Why store user passwords securely?

It’s worth thinking for a moment whether it’s really even necessary to “store user passwords securely,” if doing so involves anything more than limiting access to password data. If only a small number of trustworthy technical staffers have access to the user passwords, then why can’t we just store the data in the clear? Doesn’t that make it easier for technical staff to troubleshoot system issues (for example, admins can just log in as other users to try to reproduce errors), and doesn’t that make it easier to help users recover forgotten passwords?

The answer to both of those questions is yes, but the story doesn’t end there. The problem is that storing plaintext passwords also makes it easier for bad guys to see user passwords, and that’s true whether bad guys break in from the outside or whether you have bad guys on your admin team. If attackers can log into your applications under somebody else’s account, that’s potentially very bad for you and your users. Moreover, because users often have the bad habit of reusing passwords (or else simple variants of passwords) across multiple applications and web sites, it’s very difficult for you to limit the scope of the damage once somebody actually gets ahold of user passwords. The situation is possibly very damaging to your users and embarrassing to your organization. In all but the most trivial cases, it makes a lot of sense to store user data securely.

As an aside, note that in doing so, we don’t give up the ability to allow admins or tech support reps to impersonate other users, nor do we sacrifice the ability to help users who have forgotten their passwords. We just have to use other techniques to accomplish those things, such as “run-as” impersonation, and using password resets in lieu of password recovery. Let’s however stay focused on storing passwords securely.

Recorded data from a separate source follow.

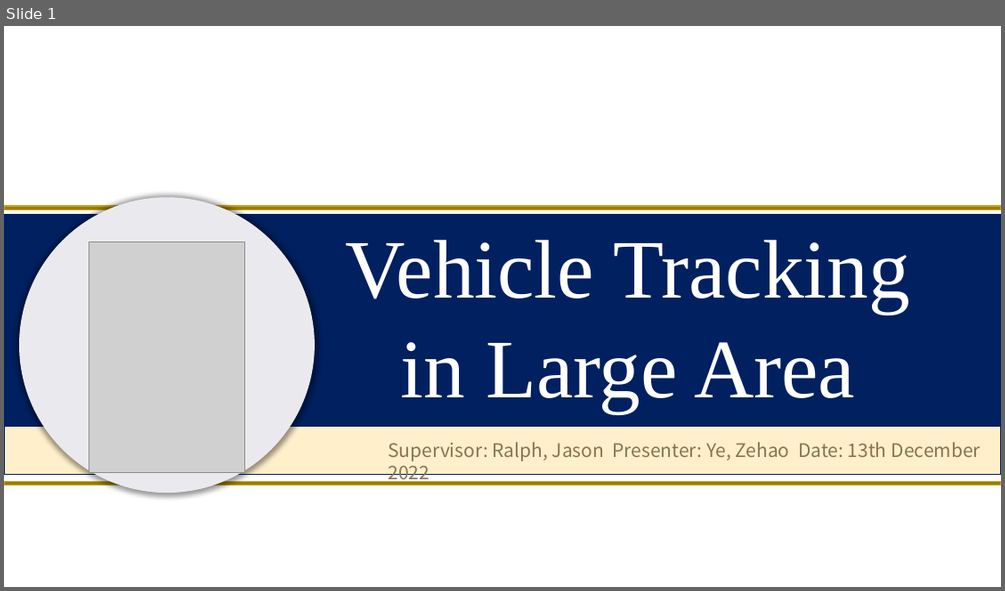
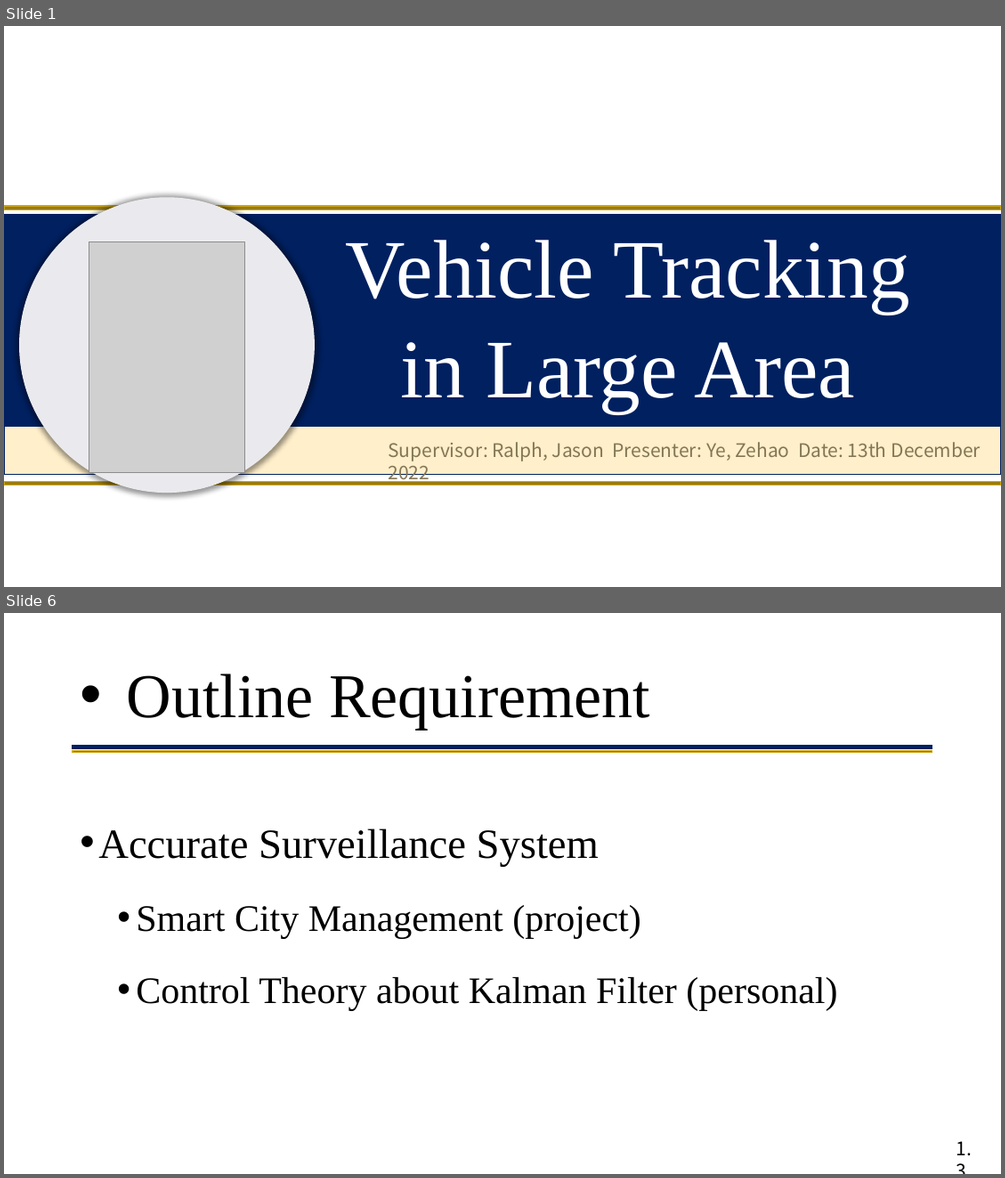
Before and after one commit to yezehao/final-year-project, a slide deck: deliverable/presentation/presentation.pptx. Shown one above the other, each under a label of ours: slide 1 before the commit, slides 1 and 6 after it; the slides between them are not shown. The pictures are 1005x591 and 1005x1178 pixels, drawn with LibreOffice and Linux fonts; fonts in the diff are those of the drawing; grey boxes stand for pictures; background and template pictures are left out. Boxes give left, top, right and bottom in pixels: in the first picture for what was removed or moved away, otherwise in the second. Text is boxed around its words. In the diff, an @@ line names an element or a change of style, - is before the commit and + after.

```diff
--- a/deliverable/presentation/presentation.pptx
+++ b/deliverable/presentation/presentation.pptx
@@ slide 6 added at bbox=[4, 613, 1001, 1174], background #FFFFFF @@
@@ title added at bbox=[127, 674, 650, 730], 60 pt, text #000000 @@
+• Outline Requirement
@@ rectangle added at bbox=[73, 746, 933, 748], fill #002060, outline #002060 1 pt @@
@@ rectangle added at bbox=[73, 751, 933, 752], fill #997B0F, outline #CDA715 1 pt @@
@@ text added at bbox=[98, 828, 837, 1010], 36 pt, text #000000 @@
+• Accurate Surveillance System
+  • Smart City Management (project)
+  • Control Theory about Kalman Filter (personal)
@@ text added at bbox=[956, 1141, 971, 1155], 18 pt, text #000000 @@
+1.3
```
Also in this commit, not shown: 7 slides changed, 12 other slides added, 5 slides removed, 1 other file.

So now we’ve seen why we don’t want to store plaintext passwords. In the rest of this article we’re going to look at four increasingly sophisticated cryptographic techniques for making it harder for attackers to get at your passwords. All four are based on something called a hash function, so let’s start by talking about hash functions a bit.

Understanding hash functions

Hash functions are a tool from cryptography, and they are functions in the mathematical sense: for any given “acceptable” input, it spits out a specific output. In this case, the domain of acceptable inputs would be plaintext strings, and outputs are garbled-up (i.e., encrypted) versions of the plaintext strings, called hashes.

Let’s play around with some examples before we go on, just so you can see what I’m talking about. Go to your favorite search engine and type “online hash function calculator.” (Obviously you can use command line tools and programming APIs to compute hash functions as well.) You should see some links that allow you to calculate hashes using specific hash functions with names like MD5, SHA-1, RIPEMD-160 and others. Here’s one:

Select an MD5 hash calculator, and enter some plaintext. When you hit submit, you should see a hash value. Note that whitespace in your plaintext is significant, so if you hash ‘friend’ and ‘friend[CR]’, the output will be different.

Here are some MD5 hashes:

Plaintext input MD5 hash (hex)
friend 3af00c6cad11f7ab5db4467b66ce503e
friends 28f20a02bf8a021fab4fcec48afb584e
password 5f4dcc3b5aa765d61d8327deb882cf99
I pledge allegiance to the flag bb00ea10b4ee04c4319c0c05bf9c29fc

Just for kicks let’s get some SHA-1 hashes for the same plaintext inputs:

Plaintext input SHA-1 hash (hex)
friend e69867ca7d5a7b0ab60a2a61e7b791c106f7bf64
friends 3d9209c4598bfbc38b3c096081bee3a09697e939
password 5baa61e4c9b93f3f0682250b6cf8331b7ee68fd8
I pledge allegiance to the flag fc1d13f4e3b942d6c31185ff033c5b7acfe22751

There’s a lot of good stuff going on here. The main point is that MD5 and SHA-1 both do essentially the same thing: they convert plaintext into garbled text with certain properties (which we’ll discuss momentarily). So they’re both hash functions, albeit different hash functions.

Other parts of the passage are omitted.